|
|
|
|
|
by davidhollander
5588 days ago
|
|
Bitcask is an in memory datastore because it keeps a copy of the entire dataset in memory. 4GB of data==4GB of memory>trivial amount of memory used by a file descriptor. >keeps values on disk in log-structured files Of course it does. Log files are the easiest way to make an in memory datastructure persistant. Logs are generally used for periodically dropping fast writes as a backup in case you want to reload the memory datastructure in the future. Read requests are structured and served from the in memory datastructure and do not require a disk access. The fact that you have something using all your RAM that should require 0 disk accesses for reads NOT substantially beating something performing thousands of disk accesses is a FUBAR situation. |
|
Begging your pardon, but I think you may be misunderstanding bitcask. The bitcask keydir is stored in memory, but the values are stored on disk. The keydir is a hash mapping each key to a file ID and the offset/size in that file at which the value is stored. The only time values are stored in memory on is when the kernel's fs cache or readahead buffer provide them.
http://downloads.basho.com/papers/bitcask-intro.pdf
Since a filesystem directory listing is likely held by your OS cache, you should see similar performance between bitcask and files on disk: an in-memory lookup to obtain the inode/offset, and a disk seek+read.

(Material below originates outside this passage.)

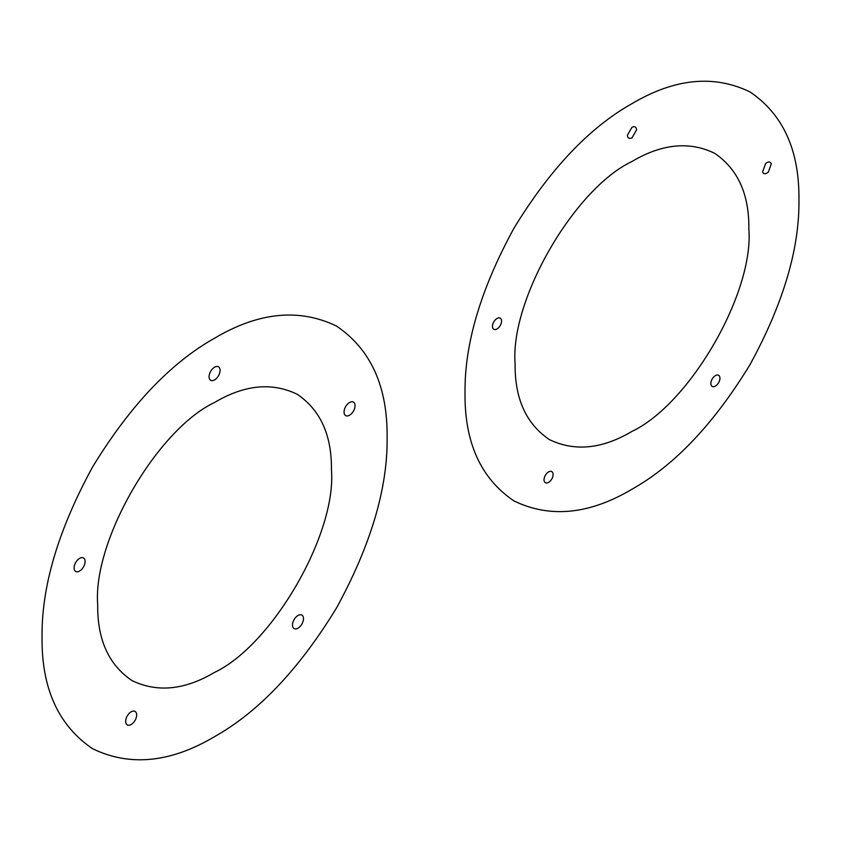<?xml version="1.0" encoding="UTF-8"?>
<svg xmlns="http://www.w3.org/2000/svg" width="841" height="841" viewBox="0 0 841 841"><rect width="100%" height="100%" fill="white"/><g stroke="black" fill="none" stroke-linecap="round" stroke-linejoin="round"><path stroke-width="1.26" d="M465.02 392.821C464.453 343.948 480.747 289.094 513.925 228.258C550.025 169.115 589.373 127.569 631.99 103.632C674.598 78.371 713.956 74.471 750.046 91.942C783.223 114.471 799.518 150.497 798.95 200.032C799.518 248.904 783.223 303.759 750.046 364.595C713.956 423.738 674.598 465.283 631.99 489.22C589.373 514.482 550.025 518.382 513.925 500.91C480.747 478.392 464.453 442.355 465.02 392.821M135.664 719.328C137.346 714.987 136.936 712.222 134.434 711.066C131.511 710.803 128.915 712.779 126.655 716.974C124.973 721.326 125.383 724.08 127.885 725.236C130.818 725.499 133.404 723.533 135.664 719.328M302.497 615.454C300.237 613.867 297.651 614.887 294.728 618.524C292.216 622.582 291.806 625.809 293.498 628.206C295.748 629.804 298.345 628.774 301.267 625.147C303.78 621.089 304.19 617.862 302.497 615.454M347.827 403.733C344.747 407.097 343.559 410.482 344.263 413.888C345.63 416.652 347.974 416.684 351.275 413.972C354.355 410.597 355.543 407.212 354.849 403.806C353.472 401.041 351.128 401.02 347.827 403.733M209.01 376.757C209.367 380.426 211.217 381.499 214.581 379.964C217.935 377.62 219.795 374.403 220.142 370.324C219.795 366.655 217.935 365.583 214.581 367.118C211.217 369.462 209.367 372.679 209.01 376.757M77.887 571.806C81.188 570.713 83.522 567.98 84.899 563.628C85.603 559.412 84.405 557.404 81.325 557.594C78.024 558.697 75.69 561.42 74.313 565.772C73.609 569.988 74.807 571.996 77.887 571.806M495.591 329.577C493.047 329.735 492.069 328.074 492.647 324.594C493.783 320.999 495.706 318.76 498.429 317.856C500.973 317.688 501.961 319.349 501.383 322.828C500.248 326.424 498.324 328.673 495.591 329.577M765.541 163.638C768.264 161.398 770.188 161.419 771.323 163.701L768.38 172.079C765.657 174.329 763.723 174.308 762.598 172.016L765.541 163.638M719.118 375.58C720.506 377.567 720.169 380.227 718.098 383.57C715.691 386.576 713.557 387.417 711.686 386.103C710.298 384.127 710.634 381.457 712.705 378.114C715.113 375.118 717.257 374.266 719.118 375.58M552.285 478.14C550.424 481.599 548.279 483.228 545.872 483.007C543.801 482.051 543.465 479.78 544.852 476.195C546.713 472.726 548.858 471.107 551.265 471.317C553.336 472.274 553.672 474.545 552.285 478.14M515.112 363.901C514.713 398.581 526.119 423.801 549.341 439.57C574.613 451.796 602.156 449.062 631.99 431.38C689.809 404.027 754.083 292.7 748.858 228.952C749.257 194.271 737.851 169.052 714.629 153.283C689.368 141.057 661.814 143.79 631.99 161.472C574.161 188.826 509.888 300.153 515.112 363.901M627.397 135.201L631.99 127.254C634.755 125.992 636.29 126.875 636.574 129.903L631.99 137.85C629.215 139.112 627.691 138.229 627.397 135.201M97.703 604.889C97.304 639.57 108.71 664.789 131.932 680.558C157.204 692.784 184.747 690.051 214.581 672.369C272.4 645.015 336.673 533.688 331.449 469.94C331.859 435.26 320.442 410.04 297.22 394.271C271.958 382.045 244.405 384.779 214.581 402.461C156.752 429.814 92.478 541.141 97.703 604.889M42.05 637.026C41.461 586.524 58.302 529.841 92.584 466.976C129.882 405.867 170.544 362.934 214.581 338.198C258.608 312.095 299.28 308.058 336.579 326.108C370.86 349.393 387.701 386.618 387.112 437.804C387.701 488.306 370.86 544.989 336.579 607.854C299.28 668.973 258.608 711.896 214.581 736.632C170.544 762.745 129.882 766.771 92.584 748.721C58.302 725.447 41.461 688.211 42.05 637.026"/></g></svg>
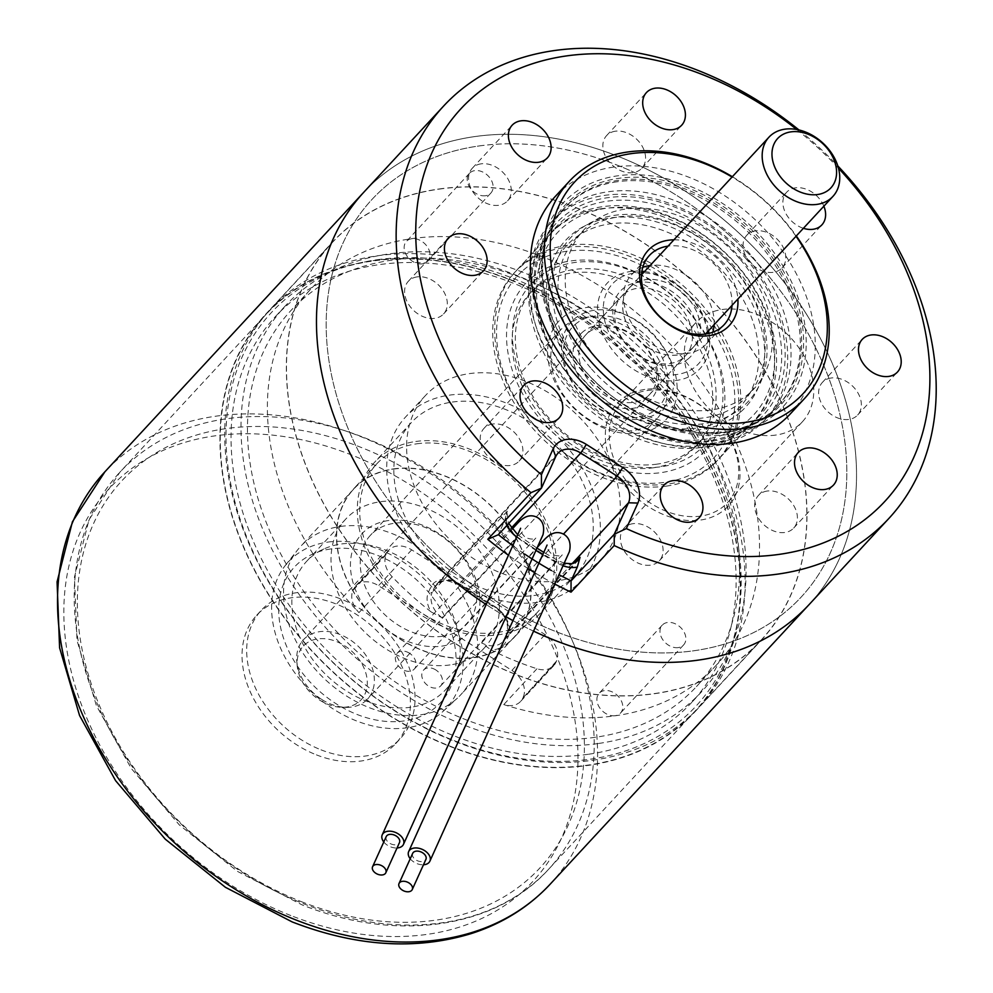 <?xml version="1.0" encoding="UTF-8"?>
<svg xmlns="http://www.w3.org/2000/svg" width="993" height="993" viewBox="0 0 993 993"><rect width="100%" height="100%" fill="white"/><g stroke="black" fill="none" stroke-linecap="round" stroke-linejoin="round"><path stroke-width="0.74" stroke-dasharray="4.96 3.72" d="M639.169 433.171A72.774 53.932 -137.2 0 1 553.436 378.718A72.774 53.932 -137.2 0 1 585.622 307.619A72.774 53.932 -137.2 0 1 671.355 362.073A72.774 53.932 -137.2 0 1 639.169 433.171M584.976 317.475A65.488 48.533 42.8 0 0 561.02 329.477A65.488 48.533 42.8 0 0 564.421 396.356A65.488 48.533 42.8 0 0 633.174 430.478A65.488 48.533 42.8 0 0 657.13 418.475A65.488 48.533 42.8 0 0 653.729 351.609A65.488 48.533 42.8 0 0 584.976 317.475M388.412 520.555A72.774 53.932 42.8 0 0 356.239 591.654A72.774 53.932 42.8 0 0 441.972 646.108A72.774 53.932 42.8 0 0 474.157 575.009A72.774 53.932 42.8 0 0 388.412 520.555M442.617 636.252A65.488 48.533 -137.2 0 1 373.852 602.118A65.488 48.533 -137.2 0 1 370.463 535.239A65.488 48.533 -137.2 0 1 394.42 523.249A65.488 48.533 -137.2 0 1 463.172 557.371A65.488 48.533 -137.2 0 1 466.561 624.249A65.488 48.533 -137.2 0 1 442.617 636.252M492.714 424.036A24.018 17.8 42.8 0 0 483.926 428.43A24.018 17.8 42.8 0 0 485.167 452.957A24.018 17.8 42.8 0 0 510.377 465.469A24.018 17.8 42.8 0 0 519.165 461.062A24.018 17.8 42.8 0 0 517.924 436.548A24.018 17.8 42.8 0 0 492.714 424.036M767.204 491.051A24.018 17.8 42.8 0 0 758.416 495.457A24.018 17.8 42.8 0 0 759.657 519.972A24.018 17.8 42.8 0 0 784.867 532.484A24.018 17.8 42.8 0 0 793.655 528.09A24.018 17.8 42.8 0 0 792.414 503.563A24.018 17.8 42.8 0 0 767.204 491.051M823.867 206.196A24.018 17.8 42.8 0 0 795.405 187.851A24.018 17.8 42.8 0 0 786.63 192.257A24.018 17.8 42.8 0 0 785.14 212.105A24.018 17.8 42.8 0 0 803.387 228.303M755.574 230.873A24.018 17.8 42.8 0 0 746.786 235.267A24.018 17.8 42.8 0 0 748.039 259.794A24.018 17.8 42.8 0 0 773.249 272.305A24.018 17.8 42.8 0 0 782.025 267.899A24.018 17.8 42.8 0 0 780.783 243.384A24.018 17.8 42.8 0 0 755.574 230.873M481.084 163.845A24.018 17.8 42.8 0 0 472.296 168.251A24.018 17.8 42.8 0 0 473.549 192.766A24.018 17.8 42.8 0 0 498.759 205.278A24.018 17.8 42.8 0 0 507.535 200.884A24.018 17.8 42.8 0 0 506.293 176.369A24.018 17.8 42.8 0 0 481.084 163.845M644.805 389.455A75.679 56.08 42.8 0 0 611.34 463.396A75.679 56.08 42.8 0 0 700.499 520.034A75.679 56.08 42.8 0 0 733.976 446.08A75.679 56.08 42.8 0 0 644.805 389.455M700.76 516.087A72.774 53.932 -137.2 0 1 624.361 478.167A72.774 53.932 -137.2 0 1 620.588 403.866A72.774 53.932 -137.2 0 1 647.2 390.534A72.774 53.932 -137.2 0 1 723.599 428.455A72.774 53.932 -137.2 0 1 727.372 502.756A72.774 53.932 -137.2 0 1 700.76 516.087M775.794 435.071A72.774 53.932 -137.2 0 1 699.395 397.15A72.774 53.932 -137.2 0 1 695.621 322.849A72.774 53.932 -137.2 0 1 722.234 309.518A72.774 53.932 -137.2 0 1 798.633 347.438A72.774 53.932 -137.2 0 1 802.406 421.74A72.774 53.932 -137.2 0 1 775.794 435.071M727.981 434.475A149.906 111.092 -137.2 0 1 551.363 322.303A149.906 111.092 -137.2 0 1 617.658 175.823A149.906 111.092 -137.2 0 1 794.276 287.995A149.906 111.092 -137.2 0 1 727.981 434.475M617.274 181.744A145.537 107.852 42.8 0 0 564.036 208.406A145.537 107.852 42.8 0 0 571.583 357.021A145.537 107.852 42.8 0 0 724.381 432.861A145.537 107.852 42.8 0 0 777.606 406.187A145.537 107.852 42.8 0 0 770.059 257.584A145.537 107.852 42.8 0 0 617.274 181.744M377.067 259.756A289.484 214.525 -137.2 0 1 718.125 476.367A289.484 214.525 -137.2 0 1 590.103 759.211A289.484 214.525 -137.2 0 1 249.044 542.6A289.484 214.525 -137.2 0 1 377.067 259.756M592.498 760.29A292.389 216.685 42.8 0 0 699.432 706.718A292.389 216.685 42.8 0 0 684.276 408.173A292.389 216.685 42.8 0 0 377.328 255.809A292.389 216.685 42.8 0 0 270.381 309.382A292.389 216.685 42.8 0 0 285.537 607.927A292.389 216.685 42.8 0 0 592.498 760.29M615.188 715.717A14.56 10.786 -137.2 0 1 599.909 708.133A14.56 10.786 -137.2 0 1 599.151 693.275A14.56 10.786 -137.2 0 1 604.476 690.607A14.56 10.786 -137.2 0 1 619.756 698.191A14.56 10.786 -137.2 0 1 620.513 713.048A14.56 10.786 -137.2 0 1 615.188 715.717M678.269 647.597A14.56 10.786 -137.2 0 1 662.989 640.013A14.56 10.786 -137.2 0 1 662.232 625.156A14.56 10.786 -137.2 0 1 667.557 622.487A14.56 10.786 -137.2 0 1 682.836 630.071A14.56 10.786 -137.2 0 1 683.594 644.941A14.56 10.786 -137.2 0 1 678.269 647.597M422.447 263.84A14.56 10.786 -137.2 0 1 407.167 256.256A14.56 10.786 -137.2 0 1 406.41 241.398A14.56 10.786 -137.2 0 1 411.735 238.73A14.56 10.786 -137.2 0 1 427.015 246.314A14.56 10.786 -137.2 0 1 427.772 261.171A14.56 10.786 -137.2 0 1 422.447 263.84M485.527 195.733A14.56 10.786 -137.2 0 1 470.248 188.149A14.56 10.786 -137.2 0 1 469.49 173.278A14.56 10.786 -137.2 0 1 474.815 170.622A14.56 10.786 -137.2 0 1 490.095 178.206A14.56 10.786 -137.2 0 1 490.852 193.064A14.56 10.786 -137.2 0 1 485.527 195.733M632.913 523.696A24.018 17.8 42.8 0 0 624.125 528.09A24.018 17.8 42.8 0 0 625.367 552.617A24.018 17.8 42.8 0 0 650.589 565.129A24.018 17.8 42.8 0 0 659.364 560.722A24.018 17.8 42.8 0 0 658.123 536.208A24.018 17.8 42.8 0 0 632.913 523.696M831.178 377.998A24.018 17.8 42.8 0 0 822.39 382.404A24.018 17.8 42.8 0 0 823.631 406.919A24.018 17.8 42.8 0 0 848.841 419.431A24.018 17.8 42.8 0 0 857.629 415.037A24.018 17.8 42.8 0 0 856.388 390.522A24.018 17.8 42.8 0 0 831.178 377.998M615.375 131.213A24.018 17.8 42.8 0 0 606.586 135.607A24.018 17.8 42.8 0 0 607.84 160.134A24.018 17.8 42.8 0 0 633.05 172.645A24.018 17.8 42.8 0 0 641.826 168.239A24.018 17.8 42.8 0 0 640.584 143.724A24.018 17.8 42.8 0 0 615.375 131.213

Riak will be substantially slower than directly using bitcask, however, because you may need to talk over the network to as many as N nodes, wait for all their responses, and compute the resultant vclock/metadata, and then serialize it for HTTP (huge TCP overhead) or protocol buffers (relatively fast). If you're running on a single machine, then you may incur additional time for that machine to run what would normally be distributed over three nodes. Without knowing more about your benchmark, however, it's difficult to say.